Section applicable, except as otherwise provided, to taxable years of organizations described in section 1381(a) of this title beginning after Dec. 31, 1962, see section 17(c) of Pub. L. 87–834, set out as a note under section 1381 of this title.

§1383. Computation of tax where cooperative redeems nonqualified written notices of allocation or nonqualified per-unit retain certificates

(a) General rule

If, under section 1382(b)(2) or (4), or (c)(2)(B), a deduction is allowable to an organization for the taxable year for amounts paid in redemption of nonqualified written notices of allocation or nonqualified per-unit retain certificates, then the tax imposed by this chapter on such organization for the taxable year shall be the lesser of the following:

(1) the tax for the taxable year computed with such deduction; or

(2) an amount equal to—

(A) the tax for the taxable year computed without such deduction, minus

(B) the decrease in tax under this chapter for any prior taxable year (or years) which would result solely from treating such nonqualified written notices of allocation or nonqualified per-unit retain certificates as qualified written notices of allocation or qualified per-unit retain certificates (as the case may be).

(b) Special rules

(1) If the decrease in tax ascertained under subsection (a)(2)(B) exceeds the tax for the taxable year (computed without the deduction described in subsection (a)) such excess shall be considered to be a payment of tax on the last day prescribed by law for the payment of tax for the taxable year, and shall be refunded or credited in the same manner as if it were an overpayment for such taxable year.
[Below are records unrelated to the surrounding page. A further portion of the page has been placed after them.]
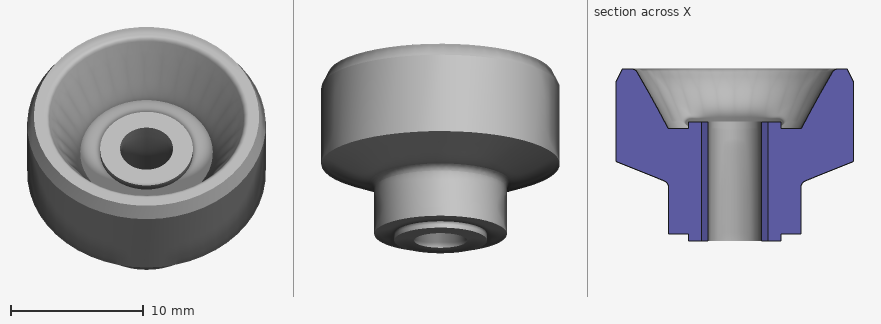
import cadquery as cq

wheel_diameter = 18.0
overall_height = 13.0
hub_diameter = 10.0
boss_diameter = 7.0
sleeve_diameter = 5.0
bore_diameter = 4.0
boss_projection = 0.5

rim_chamfer_height = 1.0
rim_chamfer_width = 0.5
rim_base_z = 6.0
hub_top_z = 4.4
hub_fillet_radius = 0.5

dish_mouth_diameter = 15.0
dish_floor_diameter = hub_diameter
boss_top_z = 9.0
dish_floor_z = boss_top_z - boss_projection
dish_fillet_radius = 0.5

wheel_radius = wheel_diameter / 2
hub_radius = hub_diameter / 2
boss_radius = boss_diameter / 2
sleeve_radius = sleeve_diameter / 2
dish_mouth_radius = dish_mouth_diameter / 2
dish_floor_radius = dish_floor_diameter / 2


def circular_edge(radius, z):
    """Selector for the circular edge of the given radius around the axis at height z."""
    margin = 0.02
    return cq.selectors.BoxSelector(
        (-radius - margin, -radius - margin, z - margin),
        (radius + margin, radius + margin, z + margin),
        boundingbox=True,
    )


def make_wheel():
    """Revolved wheel with a hub, a dished upper face and a boss at both ends."""
    profile = (
        cq.Workplane("XZ")
        .moveTo(sleeve_radius, 0)
        .lineTo(boss_radius, 0)
        .lineTo(boss_radius, boss_projection)
        .lineTo(hub_radius, boss_projection)
        .lineTo(hub_radius, hub_top_z)
        .lineTo(wheel_radius, rim_base_z)
        .lineTo(wheel_radius, overall_height - rim_chamfer_height)
        .lineTo(wheel_radius - rim_chamfer_width, overall_height)
        .lineTo(dish_mouth_radius, overall_height)
        .lineTo(dish_floor_radius, dish_floor_z)
        .lineTo(boss_radius, dish_floor_z)
        .lineTo(boss_radius, boss_top_z)
        .lineTo(sleeve_radius, boss_top_z)
        .close()
    )
    wheel = profile.revolve(360, (0, 0, 0), (0, 1, 0))
    wheel = wheel.edges(circular_edge(hub_radius, hub_top_z)).fillet(hub_fillet_radius)
    return wheel.edges(circular_edge(dish_mouth_radius, overall_height)).fillet(dish_fillet_radius)


def make_sleeve():
    """Plain bearing sleeve, flush with both boss faces of the wheel."""
    return (
        cq.Workplane("XY")
        .circle(sleeve_radius)
        .circle(bore_diameter / 2)
        .extrude(boss_top_z)
    )


wheel = make_wheel()
sleeve = make_sleeve()

result = cq.Compound.makeCompound([wheel.solids().val(), sleeve.val()])

(2) For purposes of determining the decrease in tax under subsection (a)(2)(B), the stated dollar amount of any nonqualified written notice of allocation or nonqualified per-unit retain certificate which is to be treated under such subsection as a qualified written notice of allocation or qualified per-unit retain certificate (as the case may be) shall be the amount paid in redemption of such written notice of allocation or per-unit retain certificate which is allowable as a deduction under section 1382(b)(2) or (4), or (c)(2)(B) for the taxable year.

(3) If the tax imposed by this chapter for the taxable year is the amount determined under subsection (a)(2), then the deduction described in subsection (a) shall not be taken into account for any purpose of this subtitle other than for purposes of this section.

(Added Pub. L. 87–834, §17(a), Oct. 16, 1962, 76 Stat. 1047; amended Pub. L. 89–809, title II, §211(a)(5)–(7), Nov. 13, 1966, 80 Stat. 1581.)

Amendments

1966Pub. L. 89–809, §211(a)(5), inserted "or nonqualified per-unit retain certificates" in section catchline.

Subsec. (a). Pub. L. 89–809, §211(a)(6), substituted "section 1382(b)(2) or (4)" for "1382(b)(2)" and inserted references to per-unit retain certificates.

Subsec. (b)(2). Pub. L. 89–809, §211(a)(7), substituted "section 1382(b)(2) or (4)" for "section 1382(b)(2)" and inserted references to per-unit retain certificates.

Effective Date of 1966 Amendment

Amendment by Pub. L. 89–809 applicable to per-unit retain allocations made during taxable years of an organization described in section 1381(a) of this title (relating to organizations to which part I of subchapter T of chapter 1 applies) beginning after Apr. 30, 1966, with respect to products delivered during such years, see section 211(e)(1) of Pub. L. 89–809, set out as a note under section 1382 of this title.

Effective Date

Section applicable, except as otherwise provided, to taxable years of organizations described in section 1381(a) of this title beginning after Dec. 31, 1962, see section 17(c) of Pub. L. 87–834, set out as a note under section 1381 of this title.